» **WHAT TO WORK ON**: Report, as a number alone, how many lines below contain the string "inner".

[Excerpts from a dataset]
····················

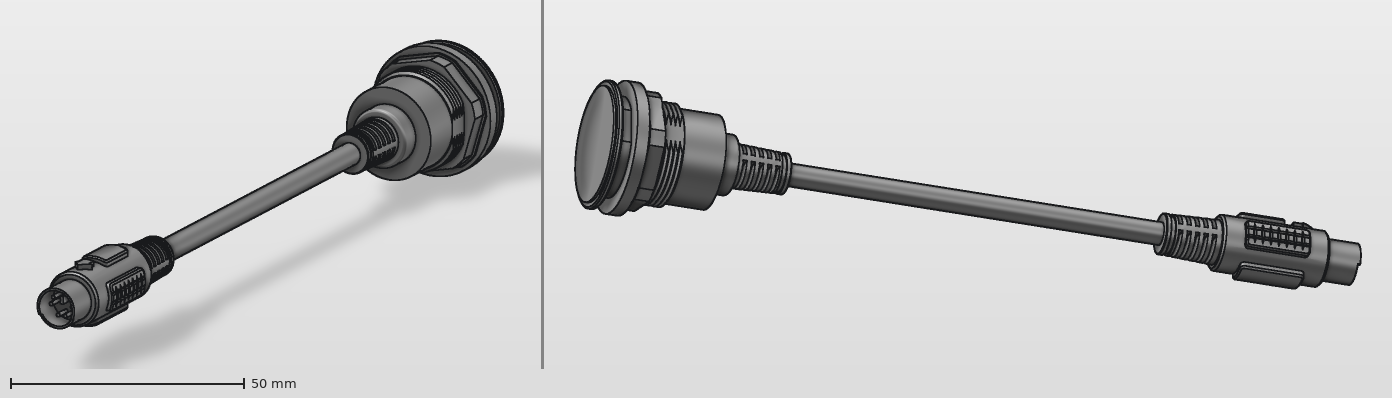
import math

import cadquery as cq

LENGTH = 172.2

FACE_DIA = 25.3
FACE_THICKNESS = 0.5
CAP_DIA = 27.9
CAP_END = 1.9
CAP_CHAMFER = 0.3
BARREL_MINOR_DIA = 21.0
BARREL_MAJOR_DIA = 22.5
BARREL_PLAIN_DIA = 22.0
BARREL_ACROSS_FLATS = 20.7
KEY_WIDTH = 1.9
KEY_LENGTH = 2.0
KEY_HEIGHT = 12.4
FLANGE_START = 4.8
FLANGE_END = 7.5
FLANGE_DIA = 29.0
NUT_BASE_END = 8.1
NUT_BASE_ACROSS_FLATS = 25.3
NUT_BASE_CORNER_DIA = 27.0
NUT_END = 11.7
NUT_CORNER_DIA = 26.0
NUT_ACROSS_FLATS = 24.1
NUT_TURN = 13.5
THREAD_PITCH = 1.0
THREAD_TURNS = 5
THREAD_END = NUT_END + THREAD_TURNS * THREAD_PITCH
HOUSING_DIA = 20.7
HOUSING_END = 26.3
COLLAR_DIA = 13.3
COLLAR_END = 30.8
COLLAR_FILLET = 0.7

RELIEF_LENGTH = 12.4
RELIEF_ROOT_DIA = 9.8
RELIEF_TIP_DIA = 9.0
RELIEF_CORE_DIA = 4.3
RELIEF_NECK_DIA = 8.1
RELIEF_NECK_LENGTH = 1.0
RELIEF_END_RING = 1.0
RELIEF_END_CHAMFER = 0.2
SLOT_COUNT = 5
SLOT_PITCH = 1.9
FIRST_SLOT = 1.7
SLOT_WIDTH = 0.9
WEB_THICKNESS = 1.5

CABLE_DIA = 5.0

PLUG_START = 140.6
PLUG_END = 164.7
PLUG_DIA = 12.2
PLUG_CORE_DIA = 10.3
PLUG_CHAMFER = 0.5
PAD_DIA = 14.5
PAD_START = 145.5
GRIP_LENGTH = 14.5
WINDOW_LENGTH = 10.2
PAD_WIDTH = 6.2
PAD_CORNER = 0.9
PAD_CHAMFER = 0.3
GRIP_RIBS = 3
GRIP_TEETH = 8
GRIP_GROOVE_WIDTH = 0.7
GRIP_GROOVE_DEPTH = 0.3
ARROW_START = 158.0
ARROW_SHOULDER = 160.0
ARROW_TIP = 162.5
ARROW_SHAFT_WIDTH = 2.8
ARROW_HEAD_WIDTH = 4.1
SHELL_DIA = 9.1
SHELL_BORE = 8.1
SHELL_DEPTH = 6.0
SHELL_STEP_Z = -1.9
SHELL_STEP_LENGTH = 0.5
PIN_DIA = 0.9
PIN_LENGTH = 3.5
PIN_PAIRS = [(2.0, 1.5), (2.5, 0.0), (0.9, -2.2)]
POLARISER_WIDTH = 0.7
POLARISER_HEIGHT = 1.7
POLARISER_Z = 1.2


def section(station):
    """Workplane across the axis; extrusions run towards the plug."""
    return cq.Workplane("XZ", origin=(0, -station, 0))


def disc(start, end, diameter):
    return section(start).circle(diameter / 2).extrude(end - start)


def tube(start, end, outer, inner):
    return section(start).circle(outer / 2).circle(inner / 2).extrude(end - start)


def bar(start, end, width, height, z=0.0):
    """Rectangular bar along the axis, centred in X and centred on height z."""
    return section(start).center(0, z).rect(width, height).extrude(end - start)


def cap():
    face = disc(0, FACE_THICKNESS, FACE_DIA)
    rim = disc(FACE_THICKNESS, CAP_END, CAP_DIA).edges("%CIRCLE").chamfer(CAP_CHAMFER)
    key = bar(CAP_END, CAP_END + KEY_LENGTH, KEY_WIDTH, KEY_HEIGHT, KEY_HEIGHT / 2)
    return face.union(rim).union(key)


def barrel():
    """Threaded barrel with two flats; the thread is a stack of V-shaped ridges."""
    minor = BARREL_MINOR_DIA / 2
    major = BARREL_MAJOR_DIA / 2
    profile = cq.Workplane("XY").moveTo(0, -NUT_END).lineTo(minor, -NUT_END)
    for turn in range(THREAD_TURNS):
        start = NUT_END + turn * THREAD_PITCH
        profile = profile.lineTo(major, -start - THREAD_PITCH / 2)
        profile = profile.lineTo(minor, -start - THREAD_PITCH)
    thread = profile.lineTo(0, -THREAD_END).close().revolve(360, (0, 0, 0), (0, 1, 0))
    plain = disc(CAP_END, NUT_END, BARREL_PLAIN_DIA)
    flats = bar(CAP_END, THREAD_END, BARREL_ACROSS_FLATS, BARREL_MAJOR_DIA)
    return plain.union(thread).intersect(flats)


def rounded_hexagon(start, end, across_flats, corner_dia):
    """Hexagon with its corners turned down to a circle, one flat near the top."""
    hexagon = section(start).polygon(6, across_flats / math.cos(math.pi / 6)).extrude(end - start)
    hexagon = hexagon.rotate((0, 0, 0), (0, 1, 0), -NUT_TURN)
    return hexagon.intersect(disc(start, end, corner_dia))


def socket():
    flange = disc(FLANGE_START, FLANGE_END, FLANGE_DIA)
    nut_base = rounded_hexagon(FLANGE_END, NUT_BASE_END, NUT_BASE_ACROSS_FLATS, NUT_BASE_CORNER_DIA)
    nut = rounded_hexagon(NUT_BASE_END, NUT_END, NUT_ACROSS_FLATS, NUT_CORNER_DIA)
    housing = disc(THREAD_END, HOUSING_END, HOUSING_DIA)
    collar = disc(HOUSING_END, COLLAR_END, COLLAR_DIA).faces("<Y").edges().fillet(COLLAR_FILLET)
    body = cap().union(barrel())
    for piece in (flange, nut_base, nut, housing, collar):
        body = body.union(piece)
    return body


def strain_relief(root, direction):
    """Relief growing from station root, towards the plug (1) or the socket (-1)."""

    def span(near, far):
        return sorted((root + direction * near, root + direction * far))

    end_ring_start = RELIEF_LENGTH - RELIEF_END_RING
    neck_start = end_ring_start - RELIEF_NECK_LENGTH
    near_dia, far_dia = (RELIEF_ROOT_DIA, RELIEF_TIP_DIA)[::direction]
    start, end = span(0, neck_start)
    relief = section(start).circle(near_dia / 2).workplane(offset=end - start).circle(far_dia / 2).loft()

    web = bar(start, end, RELIEF_ROOT_DIA, WEB_THICKNESS)
    for slot in range(SLOT_COUNT):
        slot_start = FIRST_SLOT + slot * SLOT_PITCH - SLOT_WIDTH / 2
        slot_span = span(slot_start, slot_start + SLOT_WIDTH)
        relief = relief.cut(tube(*slot_span, RELIEF_ROOT_DIA, RELIEF_CORE_DIA).cut(web))

    neck = disc(*span(neck_start, end_ring_start), RELIEF_NECK_DIA)
    end_ring = disc(*span(end_ring_start, RELIEF_LENGTH), RELIEF_TIP_DIA)
    outer_face = "<Y" if direction > 0 else ">Y"
    end_ring = end_ring.faces(outer_face).edges().chamfer(RELIEF_END_CHAMFER)
    return relief.union(neck).union(end_ring)


def pad_height(outline):
    """Trim an upright prism to the raised pad surface concentric with the plug body."""
    return outline.intersect(tube(PLUG_START, PLUG_END, PAD_DIA, PLUG_CORE_DIA))


def raised_pad(length):
    """Pad on the upper side of the plug body with rounded corners and chamfered rim."""
    middle = PAD_START + length / 2
    block = cq.Workplane("XY", origin=(0, -middle, 0)).rect(PAD_WIDTH, length).extrude(PAD_DIA)
    pad = block.edges("|Z").fillet(PAD_CORNER)
    return pad_height(pad).faces(">Z").edges().chamfer(PAD_CHAMFER)


def vee_groove(length):
    """Groove cutter along X whose point sits at the origin, opening upwards."""
    half = GRIP_GROOVE_WIDTH / 2
    corners = [(0, 0), (half, GRIP_GROOVE_DEPTH), (-half, GRIP_GROOVE_DEPTH)]
    return cq.Workplane("YZ").polyline(corners).close().extrude(length / 2, both=True)


def grip_pad():
    """Raised pad cut into ribs along the axis, with crosswise teeth."""
    pad = raised_pad(GRIP_LENGTH)
    radius = PAD_DIA / 2
    bottom = radius - GRIP_GROOVE_DEPTH
    middle = PAD_START + GRIP_LENGTH / 2
    rib_pitch = PAD_WIDTH / GRIP_RIBS
    for groove in range(1, GRIP_RIBS):
        x = groove * rib_pitch - PAD_WIDTH / 2
        tilt = math.degrees(math.asin(x / radius))
        lengthwise = vee_groove(GRIP_LENGTH).rotate((0, 0, 0), (0, 0, 1), 90)
        lengthwise = lengthwise.translate((0, -middle, bottom)).rotate((0, 0, 0), (0, 1, 0), tilt)
        pad = pad.cut(lengthwise)
    tooth_pitch = GRIP_LENGTH / GRIP_TEETH
    for tooth in range(1, GRIP_TEETH):
        station = PAD_START + tooth * tooth_pitch
        pad = pad.cut(vee_groove(PAD_WIDTH).translate((0, -station, bottom)))
    return pad


def arrow():
    shaft = ARROW_SHAFT_WIDTH / 2
    head = ARROW_HEAD_WIDTH / 2
    outline = [
        (-shaft, -ARROW_START),
        (shaft, -ARROW_START),
        (shaft, -ARROW_SHOULDER),
        (head, -ARROW_SHOULDER),
        (0, -ARROW_TIP),
        (-head, -ARROW_SHOULDER),
        (-shaft, -ARROW_SHOULDER),
    ]
    return pad_height(cq.Workplane("XY").polyline(outline).close().extrude(PAD_DIA))


def plug_body():
    body = disc(PLUG_START, PLUG_END, PLUG_DIA)
    body = body.edges("%CIRCLE").chamfer(PLUG_CHAMFER)
    body = body.union(raised_pad(WINDOW_LENGTH)).union(arrow())
    underside = raised_pad(GRIP_LENGTH).rotate((0, 0, 0), (0, 1, 0), 180)
    body = body.union(underside)
    for side in (-90, 90):
        body = body.union(grip_pad().rotate((0, 0, 0), (0, 1, 0), side))
    return body


def plug_shell():
    """Open shell, slightly shorter along its lower edge, with pins and a key bar inside."""
    floor = LENGTH - SHELL_DEPTH
    base = disc(PLUG_END, floor, SHELL_DIA)
    wall = tube(floor, LENGTH, SHELL_DIA, SHELL_BORE)
    step_top = SHELL_STEP_Z - SHELL_DIA / 2
    step = bar(LENGTH - SHELL_STEP_LENGTH, LENGTH, SHELL_DIA, SHELL_DIA, step_top)
    shell = base.union(wall.cut(step))
    spots = [(side * x, z) for x, z in PIN_PAIRS for side in (-1, 1)]
    pins = section(floor).pushPoints(spots).circle(PIN_DIA / 2).extrude(PIN_LENGTH)
    polariser = bar(floor, floor + PIN_LENGTH, POLARISER_WIDTH, POLARISER_HEIGHT, POLARISER_Z)
    return shell.union(pins).union(polariser)


cable = disc(COLLAR_END + RELIEF_LENGTH, PLUG_START - RELIEF_LENGTH, CABLE_DIA)

result = socket()
for part in (strain_relief(COLLAR_END, 1), cable, strain_relief(PLUG_START, -1), plug_body(), plug_shell()):
    result = result.union(part)

····················

» **OUTPUT OF THE TASK**: 2